Após dois anos sem ser realizada, por causa da pandemia, a tradicional Festa Alemã do Bairro Borboleta, criada em 1969 e considerada bem imaterial da cidade, faz a sua 28ª edição, entre os dias 6 a 18 de setembro, na Rua José Lourenço. Segundo o organizador, Salcio Del Duca, serão mais de 140 atrações artísticas dos estados de Espírito Santo, Rio Grande do Sul e Santa Catarina. As famílias descendentes de alemães fazem receitas artesanais, típicas, como o joelho de porco defumado (eisben), salsichão defumado recheado de queijo coalho (currywurst), além de tortas doces.
A cena de dança na cidade não tem, ainda, um circuito de espetáculos artísticos, como explica a dançarina Silvana Marques, do estúdio que leva seu nome na Praça da Estação. “Falamos de profissionais que vivem de dança e viram professores.

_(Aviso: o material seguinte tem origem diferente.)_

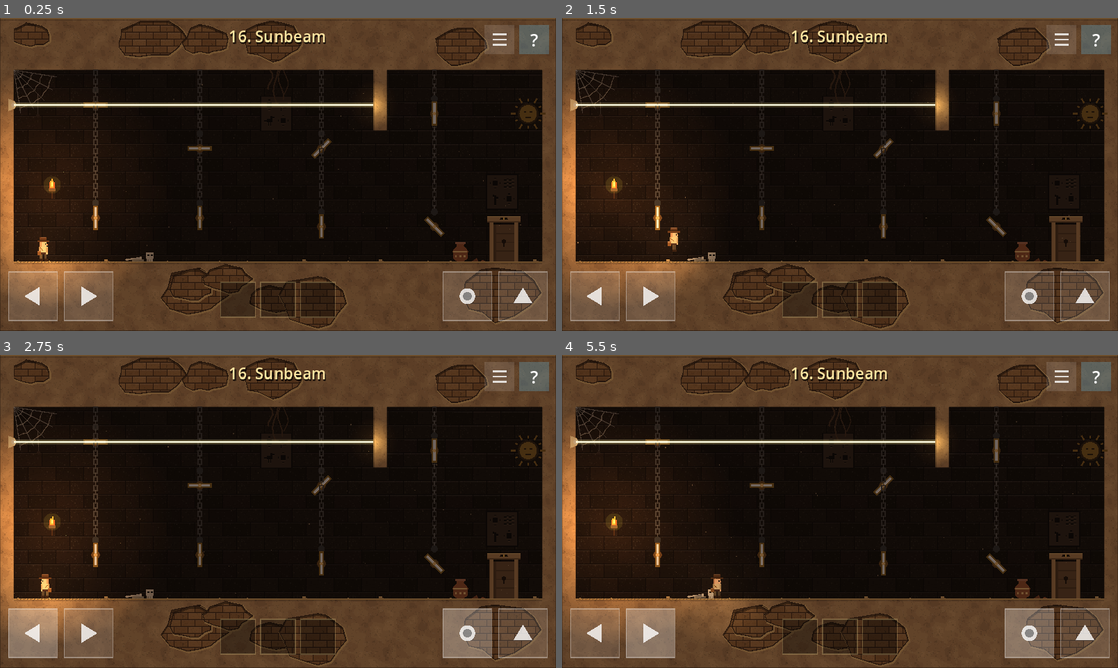
Above: before the commit, frames 1-4 (two rows, left to right).
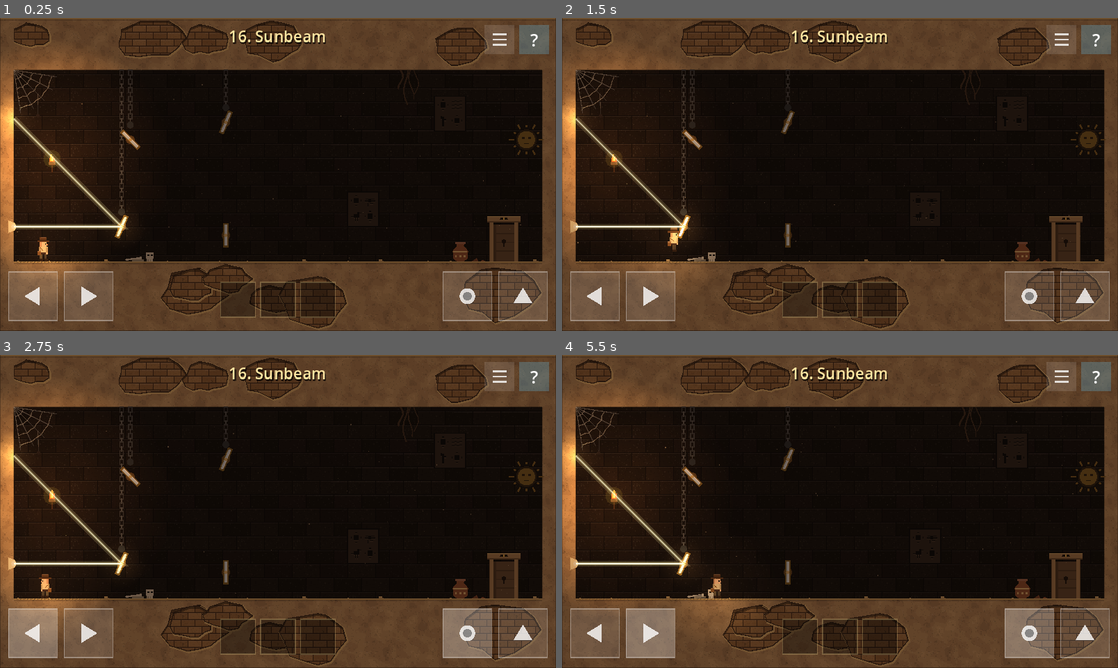
Above: after the commit, the same moments.

Repository: mrvadimjuravlev/mygame
Game: Godot game, scene res://levels/level_16.tscn
Two runs of this game, one before a commit and one after it. Both use one fixed random seed, a clock stepped at 60 frames per second and the inputs below. This scene is started directly instead of the project's main scene.
Inputs (mouse positions are in pixels of both pictures, inside the frame that each line leads up to):
- Up to frame 1 (0.25 s): no input
- Up to frame 2 (1.5 s): tap Enter at 0.5 s; move the mouse to (962, 158) at 0.52 s; hold Right (move_right) 0.53-1.25 s; hold E (action) 0.53-1.25 s; click (962, 158) at 0.67 s; tap Space (jump) at 0.77, 1.07 s; drag from (728, 190) to (656, 105) at 1.27 s
- Up to frame 3 (2.75 s): move the mouse to (333, 442) at 2.02 s; hold Left (move_left) from 2.03 s (still down); hold E (action) from 2.03 s (still down)
- Up to frame 4 (5.5 s): release Left (move_left) at 2.75 s; release E (action) at 2.75 s; drag from (812, 574) to (656, 555) at 2.77 s; move the mouse to (1006, 558) at 3.52 s; hold Right (move_right) 3.53-4.25 s; hold E (action) 3.53-4.25 s; tap Space (jump) at 3.77, 4.07 s; drag from (673, 464) to (884, 486) at 4.27 s; move the mouse to (867, 511) at 5.02 s; hold Right (move_right) from 5.03 s (still down); hold E (action) from 5.03 s (still down); click (867, 511) at 5.17 s

The runs differ from the first frame. In frame 1, 7.5% of the frame differs, in the area x 0-99%, y 11-88%; in frame 2, 7.4%; in frame 3, 7.3%; in frame 4, 7.6%, in the area x 0-99%, y 11-89%.

Commit message:
Level 16: four mirrors with 22.5-degree steps, diagonal beam that crosses itself
Co-Authored-By: Claude Opus 5.5 (1M context) <noreply@anthropic.com>
Claude-Session: https://claude.ai/code/session_01Grf5WdcuQYwuX1MMBXvSiC

Diff:
--- a/levels/level_16.tscn
+++ b/levels/level_16.tscn
@@ -1,21 +1,21 @@
 [gd_scene load_steps=11 format=3]
 
-[ext_resource type="Script" path="res://scripts/level.gd" id="1_akjoe"]
-[ext_resource type="Script" path="res://scripts/solid.gd" id="2_ugiv8"]
-[ext_resource type="Script" path="res://scripts/light_beam.gd" id="3_rnns1"]
-[ext_resource type="Script" path="res://scripts/prop.gd" id="4_gkkof"]
-[ext_resource type="Script" path="res://scripts/mirror.gd" id="5_lxsfv"]
-[ext_resource type="Script" path="res://scripts/exit_door.gd" id="6_eq51h"]
-[ext_resource type="Script" path="res://scripts/sun_target.gd" id="7_cstl6"]
-[ext_resource type="Script" path="res://scripts/torch.gd" id="8_6ug5s"]
-[ext_resource type="Script" path="res://scripts/glyphs.gd" id="9_uy3o5"]
-[ext_resource type="Script" path="res://scripts/hero.gd" id="10_4cjpi"]
+[ext_resource type="Script" path="res://scripts/level.gd" id="1_e0jos"]
+[ext_resource type="Script" path="res://scripts/solid.gd" id="2_xau8g"]
+[ext_resource type="Script" path="res://scripts/light_beam.gd" id="3_j4fyo"]
+[ext_resource type="Script" path="res://scripts/prop.gd" id="4_515li"]
+[ext_resource type="Script" path="res://scripts/mirror.gd" id="5_dt7ej"]
+[ext_resource type="Script" path="res://scripts/exit_door.gd" id="6_y22ya"]
+[ext_resource type="Script" path="res://scripts/sun_target.gd" id="7_fhcot"]
+[ext_resource type="Script" path="res://scripts/torch.gd" id="8_eiq2l"]
+[ext_resource type="Script" path="res://scripts/glyphs.gd" id="9_wnx6b"]
+[ext_resource type="Script" path="res://scripts/hero.gd" id="10_hqmyi"]
 
 [node name="Level16" type="Node2D"]
-script = ExtResource("1_akjoe")
+script = ExtResource("1_e0jos")
 level_number = 16
 slogan = "Солнечный зайчик"
-hints = PackedStringArray("Свет должен попасть на солнце.", "Коснись зеркала пальцем: оно повернётся.", "Луч идёт лесенкой: вниз, вправо, вверх, вправо, вниз, вправо, вверх и вправо на солнце.")
+hints = PackedStringArray("Свет должен попасть на солнце.", "Коснись зеркала пальцем: оно повернётся.", "Лучи могут пересекаться. Путь: наискосок вверх, прямо вниз, наискосок вверх-влево и вправо на солнце.")
 tutorial_button = ""
 level_width = 640.0
 level_height = 360.0
@@ -56,180 +56,117 @@
 polygon = PackedVector2Array(0, 0, 16, 0, 16, 360, 0, 360)
 
 [node name="Solid4" type="StaticBody2D" parent="."]
-script = ExtResource("2_ugiv8")
+script = ExtResource("2_xau8g")
 polygon = PackedVector2Array(624, 0, 640, 0, 640, 360, 624, 360)
 color = Color(0.541176, 0.415686, 0.262745, 1)
 
 [node name="Shape" type="CollisionPolygon2D" parent="Solid4"]
 polygon = PackedVector2Array(624, 0, 640, 0, 640, 360, 624, 360)
 
-[node name="Solid5" type="StaticBody2D" parent="."]
-script = ExtResource("2_ugiv8")
-polygon = PackedVector2Array(430, 60, 446, 60, 446, 130, 430, 130)
-color = Color(0.541176, 0.415686, 0.262745, 1)
-
-[node name="Shape" type="CollisionPolygon2D" parent="Solid5"]
-polygon = PackedVector2Array(430, 60, 446, 60, 446, 130, 430, 130)
-
 [node name="Beam" type="Node2D" parent="."]
-position = Vector2(16, 100)
-script = ExtResource("3_rnns1")
+position = Vector2(16, 240)
+script = ExtResource("3_j4fyo")
 direction = Vector2(1, 0)
 
-[node name="Prop7" type="Node2D" parent="."]
-position = Vector2(110, 60)
-script = ExtResource("4_gkkof")
-kind = "chain"
-length = 20.0
-color = Color(0.541176, 0.168627, 0.168627, 1)
-
-[node name="Mirror1" type="Area2D" parent="."]
-position = Vector2(110, 100)
-script = ExtResource("5_lxsfv")
-step = 0
-
-[node name="Prop9" type="Node2D" parent="."]
-position = Vector2(110, 60)
-script = ExtResource("4_gkkof")
-kind = "chain"
-length = 150.0
-color = Color(0.541176, 0.168627, 0.168627, 1)
-
-[node name="Mirror2" type="Area2D" parent="."]
-position = Vector2(110, 230)
-script = ExtResource("5_lxsfv")
-step = 2
-
-[node name="Prop11" type="Node2D" parent="."]
-position = Vector2(230, 60)
-script = ExtResource("4_gkkof")
-kind = "chain"
-length = 150.0
-color = Color(0.541176, 0.168627, 0.168627, 1)
-
-[node name="Mirror3" type="Area2D" parent="."]
-position = Vector2(230, 230)
-script = ExtResource("5_lxsfv")
-step = 2
-
-[node name="Prop13" type="Node2D" parent="."]
-position = Vector2(230, 60)
-script = ExtResource("4_gkkof")
-kind = "chain"
-length = 70.0
-color = Color(0.541176, 0.168627, 0.168627, 1)
-
-[node name="Mirror4" type="Area2D" parent="."]
-position = Vector2(230, 150)
-script = ExtResource("5_lxsfv")
-step = 0
-
-[node name="Prop15" type="Node2D" parent="."]
-position = Vector2(370, 60)
-script = ExtResource("4_gkkof")
-kind = "chain"
-length = 70.0
-color = Color(0.541176, 0.168627, 0.168627, 1)
-
-[node name="Mirror5" type="Area2D" parent="."]
-position = Vector2(370, 150)
-script = ExtResource("5_lxsfv")
-step = 3
-
-[node name="Prop17" type="Node2D" parent="."]
-position = Vector2(370, 60)
-script = ExtResource("4_gkkof")
+[node name="Prop6" type="Node2D" parent="."]
+position = Vector2(140, 60)
+script = ExtResource("4_515li")
 kind = "chain"
 length = 160.0
 color = Color(0.541176, 0.168627, 0.168627, 1)
 
-[node name="Mirror6" type="Area2D" parent="."]
-position = Vector2(370, 240)
-script = ExtResource("5_lxsfv")
-step = 2
+[node name="Mirror1" type="Area2D" parent="."]
+position = Vector2(140, 240)
+script = ExtResource("5_dt7ej")
+step = 5
 
-[node name="Prop19" type="Node2D" parent="."]
-position = Vector2(500, 60)
-script = ExtResource("4_gkkof")
+[node name="Prop8" type="Node2D" parent="."]
+position = Vector2(260, 60)
+script = ExtResource("4_515li")
 kind = "chain"
-length = 160.0
+length = 40.0
 color = Color(0.541176, 0.168627, 0.168627, 1)
 
-[node name="Mirror7" type="Area2D" parent="."]
-position = Vector2(500, 240)
-script = ExtResource("5_lxsfv")
-step = 1
+[node name="Mirror2" type="Area2D" parent="."]
+position = Vector2(260, 120)
+script = ExtResource("5_dt7ej")
+step = 5
 
-[node name="Prop21" type="Node2D" parent="."]
-position = Vector2(500, 60)
-script = ExtResource("4_gkkof")
+[node name="Mirror3" type="Area2D" parent="."]
+position = Vector2(260, 250)
+script = ExtResource("5_dt7ej")
+step = 4
+
+[node name="Prop11" type="Node2D" parent="."]
+position = Vector2(150, 60)
+script = ExtResource("4_515li")
 kind = "chain"
-length = 30.0
+length = 60.0
 color = Color(0.541176, 0.168627, 0.168627, 1)
 
-[node name="Mirror8" type="Area2D" parent="."]
-position = Vector2(500, 110)
-script = ExtResource("5_lxsfv")
+[node name="Mirror4" type="Area2D" parent="."]
+position = Vector2(150, 140)
+script = ExtResource("5_dt7ej")
 step = 2
 
 [node name="Exit" type="Area2D" parent="."]
 position = Vector2(580, 280)
-script = ExtResource("6_eq51h")
+script = ExtResource("6_y22ya")
 start_open = false
 needs_key = false
 upside_down = false
 
 [node name="Sun" type="Node2D" parent="."]
-position = Vector2(608, 110)
-script = ExtResource("7_cstl6")
+position = Vector2(606, 140)
+script = ExtResource("7_fhcot")
 targets = Array[NodePath]([NodePath("../Exit")])
 effect = &"activate"
 
-[node name="Torch60_200" type="Area2D" parent="."]
-position = Vector2(60, 200)
-script = ExtResource("8_6ug5s")
+[node name="Torch60_170" type="Area2D" parent="."]
+position = Vector2(60, 170)
+script = ExtResource("8_eiq2l")
 start_lit = true
 
 [node name="Glyphs1" type="Node2D" parent="."]
-position = Vector2(300, 90)
-script = ExtResource("9_uy3o5")
+position = Vector2(400, 200)
+script = ExtResource("9_wnx6b")
 columns = 2
 signs = PackedStringArray("sun", "eye", "bird", "sun")
 
 [node name="Glyphs2" type="Node2D" parent="."]
-position = Vector2(560, 180)
-script = ExtResource("9_uy3o5")
+position = Vector2(500, 90)
+script = ExtResource("9_wnx6b")
 columns = 2
 signs = PackedStringArray("sun", "wave", "reed", "sun")
 
-[node name="Prop28" type="Node2D" parent="."]
+[node name="Prop18" type="Node2D" parent="."]
 position = Vector2(16, 60)
-script = ExtResource("4_gkkof")
+script = ExtResource("4_515li")
 kind = "web"
 length = 50.0
 color = Color(0.541176, 0.168627, 0.168627, 1)
 
-[node name="Prop29" type="Node2D" parent="."]
-position = Vector2(320, 60)
-script = ExtResource("4_gkkof")
+[node name="Prop19" type="Node2D" parent="."]
+position = Vector2(470, 60)
+script = ExtResource("4_515li")
 kind = "roots"
 length = 40.0
 color = Color(0.541176, 0.168627, 0.168627, 1)
 
-[node name="Prop30" type="Node2D" parent="."]
+[node name="Prop20" type="Node2D" parent="."]
 position = Vector2(160, 280)
-script = ExtResource("4_gkkof")
+script = ExtResource("4_515li")
 kind = "bones"
 length = 0.0
 color = Color(0.541176, 0.168627, 0.168627, 1)
 
-[node name="Prop31" type="Node2D" parent="."]
+[node name="Prop21" type="Node2D" parent="."]
 position = Vector2(530, 280)
-script = ExtResource("4_gkkof")
+script = ExtResource("4_515li")
 kind = "vase"
 length = 0.0
 color = Color(0.541176, 0.168627, 0.168627, 1)
 
 [node name="Hero" type="CharacterBody2D" parent="."]
 position = Vector2(50, 280)
-script = ExtResource("10_4cjpi")
+script = ExtResource("10_hqmyi")
--- a/scripts/i18n.gd
+++ b/scripts/i18n.gd
@@ -111,7 +111,7 @@
 	"Солнечный зайчик": "Sunbeam",
 	"Свет должен попасть на солнце.": "The light has to reach the sun.",
 	"Коснись зеркала пальцем: оно повернётся.": "Tap a mirror with your finger and it turns.",
-	"Луч идёт лесенкой: вниз, вправо, вверх, вправо, вниз, вправо, вверх и вправо на солнце.": "The beam zigzags: down, right, up, right, down, right, up and right into the sun.",
+	"Лучи могут пересекаться. Путь: наискосок вверх, прямо вниз, наискосок вверх-влево и вправо на солнце.": "Beams can cross. The path: diagonally up, straight down, diagonally up and left, then right into the sun.",
 	# Подземелье
 	"Решётка": "The Portcullis",
 	"Решётку не поднять руками.": "The portcullis can't be lifted by hand.",
--- a/scripts/mirror.gd
+++ b/scripts/mirror.gd
@@ -1,14 +1,18 @@
 @tool
 extends Area2D
-## Поворотное зеркало на бронзовой оси. Касание пальцем поворачивает его на 45°.
-## Положения: 0 «—», 1 «\», 2 «|», 3 «/». Отражает луч обеими сторонами.
+## Поворотное зеркало на бронзовой оси. Касание пальцем поворачивает его на 22,5°,
+## поэтому луч уходит и под прямым углом, и наискосок (кратно 45°).
+## Положения 0–7: 0 «—», 2 «\», 4 «|», 6 «/», нечётные — между ними. Отражает луч обеими сторонами.
+
+const STEPS := 8
+const TURN := PI / STEPS
 
 const HALF := 12.0
 
-@export_range(0, 3) var step := 0:
+@export_range(0, 7) var step := 0:
 	set(value):
-		step = posmod(value, 4)
-		_shown = step * PI / 4
+		step = posmod(value, STEPS)
+		_shown = step * TURN
 		queue_redraw()
 
 var _shown := 0.0
@@ -36,19 +40,19 @@
 	# Плавный поворот на глаз; луч считает новое положение сразу.
 	_shown = from
 	var tween := create_tween()
-	tween.tween_property(self, "_shown", from + PI / 4, 0.15)
-	tween.tween_callback(func() -> void: _shown = step * PI / 4)
+	tween.tween_property(self, "_shown", from + TURN, 0.12)
+	tween.tween_callback(func() -> void: _shown = step * TURN)
 	Sfx.play("lever", -2.0, 1.4)
 
 
 ## Отражающий отрезок в мировых координатах.
 func segment() -> PackedVector2Array:
-	var d := Vector2.from_angle(step * PI / 4) * HALF
+	var d := Vector2.from_angle(step * TURN) * HALF
 	return PackedVector2Array([global_position - d, global_position + d])
 
 
 func normal() -> Vector2:
-	return Vector2.from_angle(step * PI / 4).orthogonal()
+	return Vector2.from_angle(step * TURN).orthogonal()
 
 
 func _process(_delta: float) -> void:
--- a/tools/autoplay.gd
+++ b/tools/autoplay.gd
@@ -54,8 +54,8 @@
 func _solve_16() -> void:
 	var lv := current_scene
 	print("  луч сначала: ", lv.get_node("Beam").points)
-	# Сколько раз коснуться каждого зеркала, чтобы луч пошёл лесенкой.
-	var taps := [1, 3, 1, 3, 2, 3, 2, 1]
+	# Сколько раз коснуться каждого зеркала, чтобы луч дошёл до солнца.
+	var taps := [2, 4, 3, 3]
 	for i in taps.size():
 		var mirror: Node2D = lv.get_node("Mirror%d" % (i + 1))
 		for k in taps[i]:
--- a/tools/build_levels.gd
+++ b/tools/build_levels.gd
@@ -390,28 +390,29 @@
 
 
 func _level_16() -> void:
-	_begin(16, "Солнечный зайчик", 640, "", ["Свет должен попасть на солнце.", "Коснись зеркала пальцем: оно повернётся.", "Луч идёт лесенкой: вниз, вправо, вверх, вправо, вниз, вправо, вверх и вправо на солнце."])
-	_back(640)
-	_box(0, 280, 640, 360)       # пол
-	_box(0, 0, 640, 60)          # потолок
-	_box(0, 0, 16, 360)
-	_box(624, 0, 640, 360)
-	_box(430, 60, 446, 130)      # каменный выступ с потолка: прямой луч до солнца не пройдёт
-	var beam := _add("Beam", Node2D.new(), "light_beam.gd", Vector2(16, 100))
+	_begin(16, "Солнечный зайчик", 640, "", ["Свет должен попасть на солнце.", "Коснись зеркала пальцем: оно повернётся.", "Лучи могут пересекаться. Путь: наискосок вверх, прямо вниз, наискосок вверх-влево и вправо на солнце."])
+	_back(640)
+	_box(0, 280, 640, 360)       # пол
+	_box(0, 0, 640, 60)          # потолок
+	_box(0, 0, 16, 360)
+	_box(624, 0, 640, 360)
+	var beam := _add("Beam", Node2D.new(), "light_beam.gd", Vector2(16, 240))
 	beam.direction = Vector2.RIGHT
-	# Зеркала висят на цепях и стоят не так. Верно: «\\», «\\», «/», «/», «\\», «\\», «/», «/».
-	var mirrors := [[110, 100, 0], [110, 230, 2], [230, 230, 2], [230, 150, 0], [370, 150, 3], [370, 240, 2], [500, 240, 1], [500, 110, 2]]
+	# Четыре зеркала на цепях, шаг поворота 22,5°. Стоят не так; верно: 7, 1, 7, 5.
+	# Луч: наискосок вверх, прямо вниз, наискосок вверх-влево, вправо на солнце — и трижды пересекает сам себя.
+	var mirrors := [[140, 240, 5], [260, 120, 5], [260, 250, 4], [150, 140, 2]]
 	for i in mirrors.size():
 		var m: Array = mirrors[i]
-		_prop("chain", Vector2(m[0], 60), m[1] - 60 - 20)
+		if i != 2:  # третье стоит под вторым, его цепь закрыла бы луч
+			_prop("chain", Vector2(m[0], 60), maxf(m[1] - 60 - 20, 4))
 		var mirror := _add("Mirror%d" % (i + 1), Area2D.new(), "mirror.gd", Vector2(m[0], m[1]))
 		mirror.step = m[2]
 	var exit := _exit(580, 280)
-	var sun := _add("Sun", Node2D.new(), "sun_target.gd", Vector2(608, 110))
+	var sun := _add("Sun", Node2D.new(), "sun_target.gd", Vector2(606, 140))
 	_link(sun, [exit])
-	_decor([[60, 200]], [[300, 90, 2, ["sun", "eye", "bird", "sun"]], [560, 180, 2, ["sun", "wave", "reed", "sun"]]], true)
+	_decor([[60, 170]], [[400, 200, 2, ["sun", "eye", "bird", "sun"]], [500, 90, 2, ["sun", "wave", "reed", "sun"]]], true)
 	_prop("web", Vector2(16, 60), 50)
-	_prop("roots", Vector2(320, 60), 40)
+	_prop("roots", Vector2(470, 60), 40)
 	_prop("bones", Vector2(160, 280), 0)
 	_prop("vase", Vector2(530, 280), 0)
 	_hero(50, 280)
Binary file changed: docs/screenshots/level_16.png
Binary file changed: docs/screenshots/level_16_solved.png
Not shown: 3 places in levels/level_16.tscn that only renumber resources
Not shown, changed: README.md
Not shown, changed: docs/levels-pyramid.md

Hoje, a dança é matéria da rede municipal. São poucas cidades do Brasil que têm a dança no currículo. Temos um grande déficit ao não ter uma graduação na UFJF. Essa é a grande luta da nossa área. Implantar uma faculdade de dança na cidade”, analisa.
“Nossa cena é bem diversa e contempla diferentes modalidades, das danças urbanas à dança do ventre”, acrescenta o dançarino, Walmor Calado, que atua como professor na rede municipal há sete anos. Ele pesquisa e pratica danças urbanas e de matriz africana há mais de 15 anos, a exemplo de house e hip hop, assim como integra o grupo Remiwl Street Crew. Calado também é criador do Projeto AnDanças, que leva dança e cultura às periferias de Juiz de Fora. Artista e educadora, Letícia Nabuco está à frente do Diversão e Arte Espaço Cultural, na Rua Halfeld. “Sempre tivemos um movimento bem grande na cidade em dança, em cursos livres, projetos socioculturais e no ensino formal e, ao mesmo tempo, uma carência de um mercado artístico profissional e de capacitação na área”, observa.